The Bruce & Young (1986) Model of Familiar Face Recognition: Step 4
Activates face recognition units. No names yet or semantic information. Signals to other processes to find out who it is. Each person we are familiar with has an FRU and they have their own structural codes. FRU’s are stored in memory with their own structural codes. “This person is familiar… but who are they?”
The Bruce & Young (1986) Model of Familiar Face Recognition: Step 5
Activate person identity nodes (PIN). Links recognized face to semantic information about the person.
The Bruce & Young (1986) Model of Familiar Face Recognition: Step 6
Recall the person’s name. It is a complementary process, one step after another, in order to find the name and recognize the face.
Evidence to support B&Y model (1)
Young et al. (1986b). Familiarity decisions (FRU stage) are made faster than semantic decisions (PIN stage), which supports the model. In Task 1, participants quickly identified if faces were familiar or unfamiliar, testing recognition at the FRU stage. In Task 2, they identified if faces belonged to politicians or actors, testing semantic recognition at the PIN stage. Familiarity recognition was significantly quicker than extracting semantic information, supporting the model’s claim that the familiarity stage (FRU) occurs before the semantic stage (PIN).

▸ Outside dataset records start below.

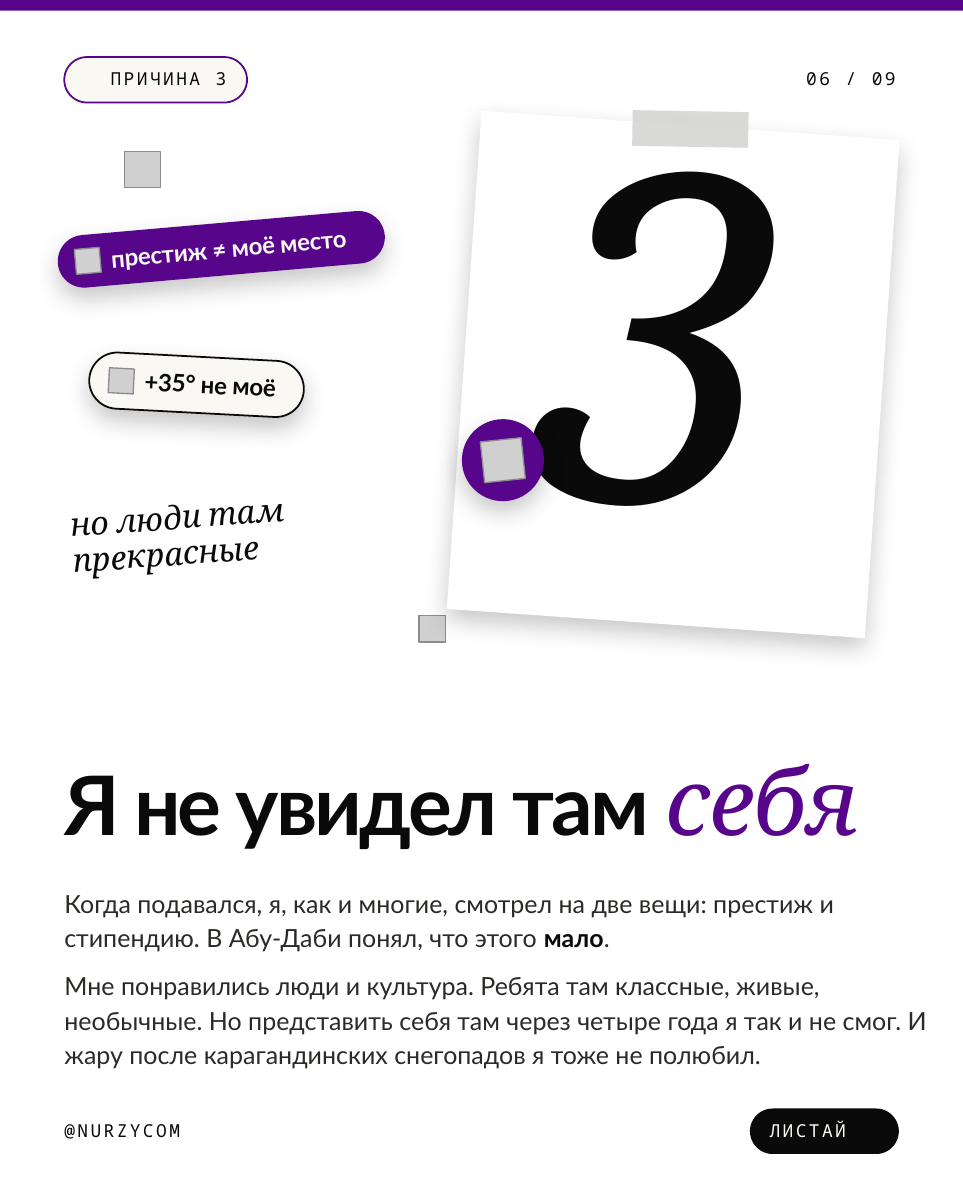
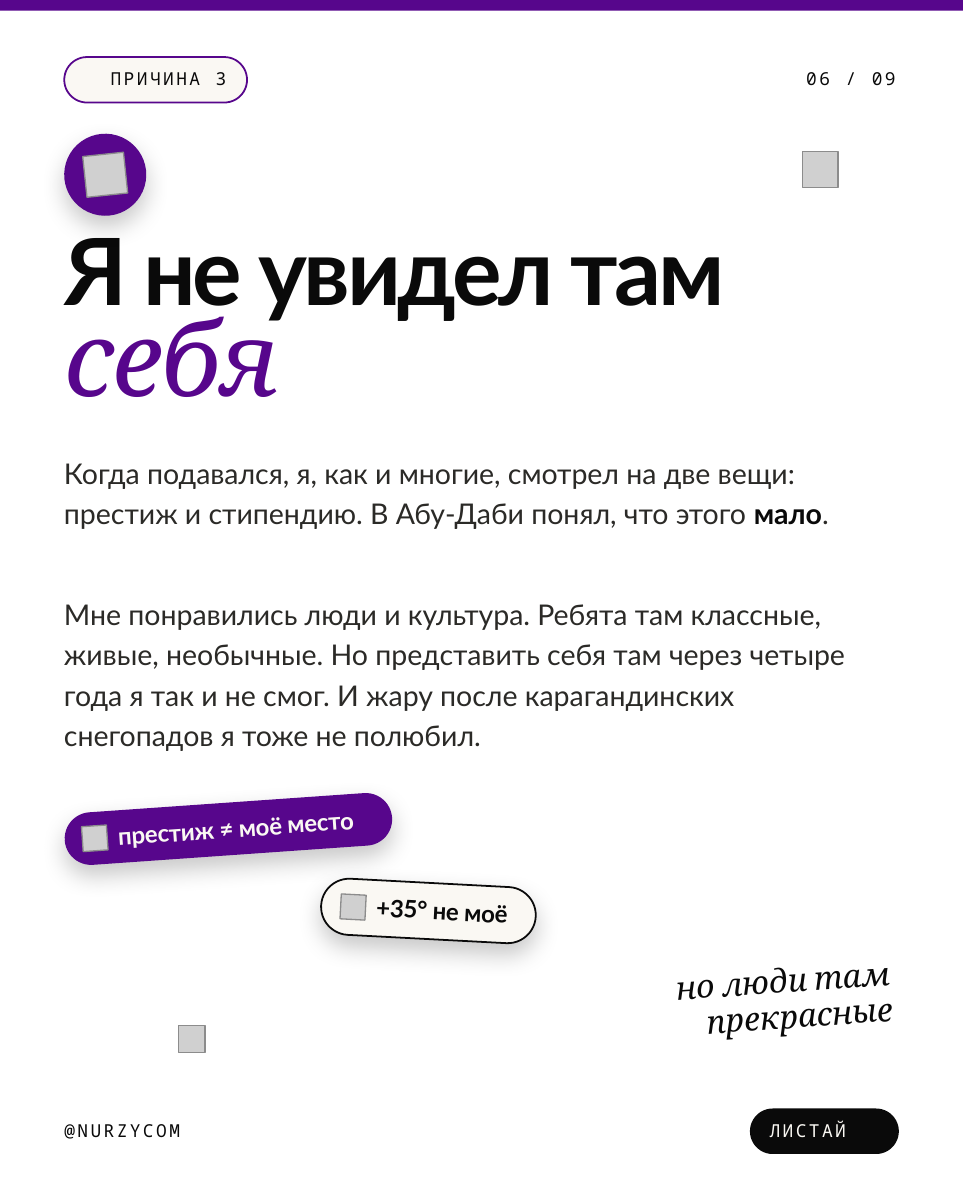
Before and after one commit to galiandojonathan-ship-it1/nurzycom_brand, a slide deck: slide 6 of social/pptx/reasons-170m.pptx. Drawn at 963x1204 pixels with LibreOffice and Linux fonts; fonts in the diff are those of the drawing; grey boxes stand for pictures; background and template pictures are left out. Boxes give left, top, right and bottom in pixels: in the first picture for what was removed or moved away, otherwise in the second. Text is boxed around its words. In the diff, an @@ line names an element or a change of style, - is before the commit and + after.

```diff
--- a/social/pptx/reasons-170m.pptx
+++ b/social/pptx/reasons-170m.pptx
@@ rectangle removed at [447,111,899,638] @@
@@ rectangle removed at [633,111,749,149] @@
@@ ellipse: place and size @@
-ellipse at [458,415,548,505]
+ellipse at [60,129,150,220]
@@ picture: place and size @@
-picture at [481,437,526,482]
+picture at [83,152,128,197]
@@ text removed at [530,171,749,506] @@
-3
@@ picture: place and size @@
-picture at [125,152,160,187]
+picture at [802,152,838,187]
@@ text "Я не увидел там себя": place and size @@
-text "Я не увидел там себя" at [64,763,860,849]
+text "Я не увидел там себя" at [64,238,724,397]
@@ text "Я не увидел там себя" at [64,238,724,397]: size 46 to 52 pt, letter spacing -1.6 to -1.8 pt in "Я не увидел там"; size 52 to 58 pt, letter spacing -1 to -1.2 pt in "себя"; line spacing 46pt to 52pt @@
@@ rounded rectangle removed at [87,351,304,419] @@
@@ text "Когда подавался, я, как и ...": place and size @@
-text "Когда подавался, я, как и ..." at [64,895,834,952]
+text "Когда подавался, я, как и ..." at [64,463,829,529]
@@ text "Когда подавался, я, как и ..." at [64,463,829,529]: size 14 to 16 pt; line spacing 19.6pt to 22.7pt @@
@@ text "Мне понравились люди и культура. ..." at [64,604,845,751]: size 14 to 16 pt; line spacing 19.6pt to 22.7pt @@
@@ text "Мне понравились люди и культура. ...": place and size @@
-text "Мне понравились люди и культура. ..." at [64,977,927,1069]
+text "Мне понравились люди и культура. ..." at [64,604,845,751]
@@ rounded rectangle added at [63,791,394,867], fill #57068C @@
@@ text "престиж ≠ моё место" at [119,817,282,848]: rotation 355 to 356 degrees @@
@@ text "престиж ≠ моё место": place and size @@
-text "престиж ≠ моё место" at [112,247,208,270]
+text "престиж ≠ моё место" at [119,817,282,848]
@@ picture at [81,825,107,851]: rotation 355 to 356 degrees @@
@@ rounded rectangle at [320,878,537,945]: fill #57068C to #FAF8F3; outline none to #0A0A0A 1 pt; rotation 355 to 3 degrees @@
@@ picture: place and size @@
-picture at [109,368,134,394]
+picture at [340,894,365,920]
@@ text "+35° не моё": place and size @@
-text "+35° не моё" at [144,373,275,397]
+text "+35° не моё" at [376,899,507,923]
@@ text "но люди там": place and size @@
-text "но люди там" at [71,504,285,579]
+text "но люди там" at [677,967,893,1040]
@@ text "но люди там" at [677,967,893,1040]: alignment left to right @@
@@ picture: place and size @@
-picture at [419,615,446,642]
+picture at [178,1026,205,1053]
```
Also in this commit, not shown: 3 other slides changed, 10 other files.

Evidence to support B&Y model (2)
Young et al. (1986c). Participants took longer to make a politician/popstar semantic categorization when presented with the person’s name, in comparison to when they were presented with a face. The model says that face recognition (via FRUs) is faster, while name recognition relies on later stages (PINs and semantic processing), explaining the delay.
What is a piece of evidence against the Bruce and Young model (1986)
Calder and Young (2005) say expression and identity are more integrated than the model suggests. Ganel et al (2005) found neural imaging evidence showing the FFA processes both simultaneously
What could the FRU held in memory be?
An ‘Average’ Face for each person we know.
FRU – A Face Average? Study 1
Burton et al. (2005). Lots of photos of Harrison Ford throughout his career merged together photos to create an average face. Name shown then face average or normal photo shown. Then yes/no if match. Faster responses when averages were used. Evidence that our FRU representation could be face averages (faster response time = closer match to the FRU representation).
FRU – A Face Average? Study 2
Koca and Oriet (2023) found that averaging faces’ within-person variability over time leads to face familiarisation. People become familiar with faces by averaging different views of the face.
FRU’s: A Face Average? Machine studies (1)
Jenkins & Burton (2008). Website that when you upload a photo, it shows your celebrity look-alike. When uploading a photo of a celebrity (standard image), it matched to the same celebrity 54% of the time. Then when uploading a face average, it matched the same celebrity 100% of the time.